On Thu, Nov 22, 2018 at 15:20:25 +0800, guangrong.xiao@gmail.com wrote: > + /* > + * the bit in these two bitmaps indicates the index of the @requests This @ is not ASCII, is it? > + * respectively. If it's the same, the corresponding request is free > + * and owned by the user, i.e, where the user fills a request. Otherwise, > + * it is valid and owned by the thread, i.e, where the thread fetches > + * the request and write the result. > + */ > + > + /* after the user fills the request, the bit is flipped. */ > + uint64_t request_fill_bitmap QEMU_ALIGNED(SMP_CACHE_BYTES); > + /* after handles the request, the thread flips the bit. */ > + uint64_t request_done_bitmap QEMU_ALIGNED(SMP_CACHE_BYTES); Use DECLARE_BITMAP, otherwise you'll get type errors as David pointed out. Thanks, Emilio
On Thu, Nov 22, 2018 at 15:20:25 +0800, guangrong.xiao@gmail.com wrote: > +static uint64_t get_free_request_bitmap(Threads *threads, ThreadLocal *thread) > +{ > + uint64_t request_fill_bitmap, request_done_bitmap, result_bitmap; > + > + request_fill_bitmap = atomic_rcu_read(&thread->request_fill_bitmap); > + request_done_bitmap = atomic_rcu_read(&thread->request_done_bitmap); > + bitmap_xor(&result_bitmap, &request_fill_bitmap, &request_done_bitmap, > + threads->thread_requests_nr); This is not wrong, but it's a big ugly. Instead, I would: - Introduce bitmap_xor_atomic in a previous patch - Use bitmap_xor_atomic here, getting rid of the rcu reads Thanks, Emilio
On 11/23/18 7:02 PM, Dr. David Alan Gilbert wrote: >> +#include "qemu/osdep.h" >> +#include "qemu/bitmap.h" >> +#include "qemu/threaded-workqueue.h" >> + >> +#define SMP_CACHE_BYTES 64 > > That's architecture dependent isn't it? > Yes, it's arch dependent indeed. I just used 64 for simplification and i think it is <= 64 on most CPU arch-es so that can work. Should i introduce statically defined CACHE LINE SIZE for all arch-es? :( >> + /* >> + * the bit in these two bitmaps indicates the index of the @requests >> + * respectively. If it's the same, the corresponding request is free >> + * and owned by the user, i.e, where the user fills a request. Otherwise, >> + * it is valid and owned by the thread, i.e, where the thread fetches >> + * the request and write the result. >> + */ >> + >> + /* after the user fills the request, the bit is flipped. */ >> + uint64_t request_fill_bitmap QEMU_ALIGNED(SMP_CACHE_BYTES); >> + /* after handles the request, the thread flips the bit. */ >> + uint64_t request_done_bitmap QEMU_ALIGNED(SMP_CACHE_BYTES); > > Patchew complained about some type mismatches; I think those are because > you're using the bitmap_* functions on these; those functions always > operate on 'long' not on uint64_t - and on some platforms they're > unfortunately not the same. I guess you were taking about this error: ERROR: externs should be avoided in .c files #233: FILE: util/threaded-workqueue.c:65: + uint64_t request_fill_bitmap QEMU_ALIGNED(SMP_CACHE_BYTES); The complained thing is "QEMU_ALIGNED(SMP_CACHE_BYTES)" as it gone when the aligned thing is removed... The issue you pointed out can be avoid by using type-casting, like: bitmap_xor(..., (void *)&thread->request_fill_bitmap) cannot we? Thanks!

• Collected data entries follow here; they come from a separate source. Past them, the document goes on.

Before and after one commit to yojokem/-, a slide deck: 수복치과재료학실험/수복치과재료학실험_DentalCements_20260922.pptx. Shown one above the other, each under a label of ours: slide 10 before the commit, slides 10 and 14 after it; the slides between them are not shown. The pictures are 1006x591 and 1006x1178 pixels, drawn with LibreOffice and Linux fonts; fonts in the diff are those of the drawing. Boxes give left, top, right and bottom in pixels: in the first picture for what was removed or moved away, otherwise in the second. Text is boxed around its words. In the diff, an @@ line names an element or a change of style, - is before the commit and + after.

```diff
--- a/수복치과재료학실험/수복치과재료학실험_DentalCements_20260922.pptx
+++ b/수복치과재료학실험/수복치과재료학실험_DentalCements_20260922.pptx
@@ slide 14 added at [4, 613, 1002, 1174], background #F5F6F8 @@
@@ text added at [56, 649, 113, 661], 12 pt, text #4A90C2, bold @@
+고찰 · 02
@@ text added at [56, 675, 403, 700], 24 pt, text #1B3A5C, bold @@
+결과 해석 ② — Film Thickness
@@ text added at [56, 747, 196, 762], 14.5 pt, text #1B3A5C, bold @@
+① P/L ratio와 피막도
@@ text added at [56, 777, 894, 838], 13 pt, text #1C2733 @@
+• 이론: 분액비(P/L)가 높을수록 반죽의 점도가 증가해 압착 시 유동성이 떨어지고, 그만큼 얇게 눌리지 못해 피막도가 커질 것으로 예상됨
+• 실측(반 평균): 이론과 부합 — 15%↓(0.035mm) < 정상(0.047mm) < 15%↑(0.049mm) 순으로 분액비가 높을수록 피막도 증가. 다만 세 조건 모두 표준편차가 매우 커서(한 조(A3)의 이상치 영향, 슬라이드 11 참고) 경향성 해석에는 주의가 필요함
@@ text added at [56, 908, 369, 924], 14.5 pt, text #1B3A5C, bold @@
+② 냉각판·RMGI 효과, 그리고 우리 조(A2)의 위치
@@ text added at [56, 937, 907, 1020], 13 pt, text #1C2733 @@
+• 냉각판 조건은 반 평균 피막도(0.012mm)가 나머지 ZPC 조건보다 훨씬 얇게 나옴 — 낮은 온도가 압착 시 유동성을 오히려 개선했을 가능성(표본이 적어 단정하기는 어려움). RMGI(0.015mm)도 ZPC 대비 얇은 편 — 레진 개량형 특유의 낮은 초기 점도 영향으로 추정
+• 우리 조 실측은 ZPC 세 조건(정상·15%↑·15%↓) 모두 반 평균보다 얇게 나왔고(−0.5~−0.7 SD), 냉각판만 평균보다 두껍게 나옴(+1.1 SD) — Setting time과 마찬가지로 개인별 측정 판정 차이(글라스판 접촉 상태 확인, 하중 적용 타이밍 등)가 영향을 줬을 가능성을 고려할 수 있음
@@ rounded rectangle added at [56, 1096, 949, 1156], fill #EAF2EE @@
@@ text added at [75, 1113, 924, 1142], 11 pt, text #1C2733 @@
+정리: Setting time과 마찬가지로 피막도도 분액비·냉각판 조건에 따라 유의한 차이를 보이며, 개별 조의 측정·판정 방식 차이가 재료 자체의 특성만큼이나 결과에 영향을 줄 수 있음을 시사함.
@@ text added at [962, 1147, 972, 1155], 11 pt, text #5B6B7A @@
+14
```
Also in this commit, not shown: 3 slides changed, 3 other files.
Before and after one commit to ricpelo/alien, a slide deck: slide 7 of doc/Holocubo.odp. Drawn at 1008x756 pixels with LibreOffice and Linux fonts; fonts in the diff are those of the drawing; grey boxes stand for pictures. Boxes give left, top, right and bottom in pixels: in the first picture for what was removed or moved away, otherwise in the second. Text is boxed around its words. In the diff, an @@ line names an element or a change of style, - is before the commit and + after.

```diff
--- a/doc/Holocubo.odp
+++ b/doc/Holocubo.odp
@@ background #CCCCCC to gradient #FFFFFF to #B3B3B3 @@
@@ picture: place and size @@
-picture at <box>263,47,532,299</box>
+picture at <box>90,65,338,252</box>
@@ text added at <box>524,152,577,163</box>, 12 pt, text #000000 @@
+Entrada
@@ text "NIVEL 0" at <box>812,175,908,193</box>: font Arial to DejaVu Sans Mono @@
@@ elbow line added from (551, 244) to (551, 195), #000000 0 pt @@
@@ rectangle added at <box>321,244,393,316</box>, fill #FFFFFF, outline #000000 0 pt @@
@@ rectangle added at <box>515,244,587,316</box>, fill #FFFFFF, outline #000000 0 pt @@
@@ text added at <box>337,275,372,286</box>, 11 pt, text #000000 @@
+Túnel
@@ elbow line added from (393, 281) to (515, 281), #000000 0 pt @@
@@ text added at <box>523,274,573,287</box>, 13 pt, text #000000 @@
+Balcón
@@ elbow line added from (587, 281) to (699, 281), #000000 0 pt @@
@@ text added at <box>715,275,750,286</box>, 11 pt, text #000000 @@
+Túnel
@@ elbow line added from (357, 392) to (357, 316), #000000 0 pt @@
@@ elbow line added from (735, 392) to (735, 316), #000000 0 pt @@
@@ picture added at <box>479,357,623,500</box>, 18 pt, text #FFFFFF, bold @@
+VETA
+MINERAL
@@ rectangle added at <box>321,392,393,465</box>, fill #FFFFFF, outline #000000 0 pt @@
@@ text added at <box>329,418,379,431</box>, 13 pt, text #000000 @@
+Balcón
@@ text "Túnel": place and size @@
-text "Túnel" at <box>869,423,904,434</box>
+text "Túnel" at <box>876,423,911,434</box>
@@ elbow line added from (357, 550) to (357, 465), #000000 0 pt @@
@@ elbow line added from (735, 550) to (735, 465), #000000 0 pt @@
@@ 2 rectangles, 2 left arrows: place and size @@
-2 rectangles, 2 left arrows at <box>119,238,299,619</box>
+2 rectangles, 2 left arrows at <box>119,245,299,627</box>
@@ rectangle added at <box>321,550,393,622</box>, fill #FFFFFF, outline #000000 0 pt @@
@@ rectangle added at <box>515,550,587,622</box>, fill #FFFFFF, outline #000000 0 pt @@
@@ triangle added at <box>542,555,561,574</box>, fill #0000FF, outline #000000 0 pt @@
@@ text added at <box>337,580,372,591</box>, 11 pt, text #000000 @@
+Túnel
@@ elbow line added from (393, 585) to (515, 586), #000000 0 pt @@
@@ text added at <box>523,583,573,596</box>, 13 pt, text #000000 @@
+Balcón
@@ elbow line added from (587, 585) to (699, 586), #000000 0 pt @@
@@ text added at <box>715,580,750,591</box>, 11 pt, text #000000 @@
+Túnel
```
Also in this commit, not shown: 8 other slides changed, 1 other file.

On 11/24/18 8:12 AM, Emilio G. Cota wrote: > On Thu, Nov 22, 2018 at 15:20:25 +0800, guangrong.xiao@gmail.com wrote: >> + /* >> + * the bit in these two bitmaps indicates the index of the @requests > > This @ is not ASCII, is it? > Good eyes. :) Will fix it. >> + * respectively. If it's the same, the corresponding request is free >> + * and owned by the user, i.e, where the user fills a request. Otherwise, >> + * it is valid and owned by the thread, i.e, where the thread fetches >> + * the request and write the result. >> + */ >> + >> + /* after the user fills the request, the bit is flipped. */ >> + uint64_t request_fill_bitmap QEMU_ALIGNED(SMP_CACHE_BYTES); >> + /* after handles the request, the thread flips the bit. */ >> + uint64_t request_done_bitmap QEMU_ALIGNED(SMP_CACHE_BYTES); > > Use DECLARE_BITMAP, otherwise you'll get type errors as David > pointed out. If we do it, the field becomes a pointer... that complicates the thing. Hmm, i am using the same trick applied by kvm module when it handles vcpu->requests: static inline bool kvm_test_request(int req, struct kvm_vcpu *vcpu) { return test_bit(req & KVM_REQUEST_MASK, (void *)&vcpu->requests); } Is it good?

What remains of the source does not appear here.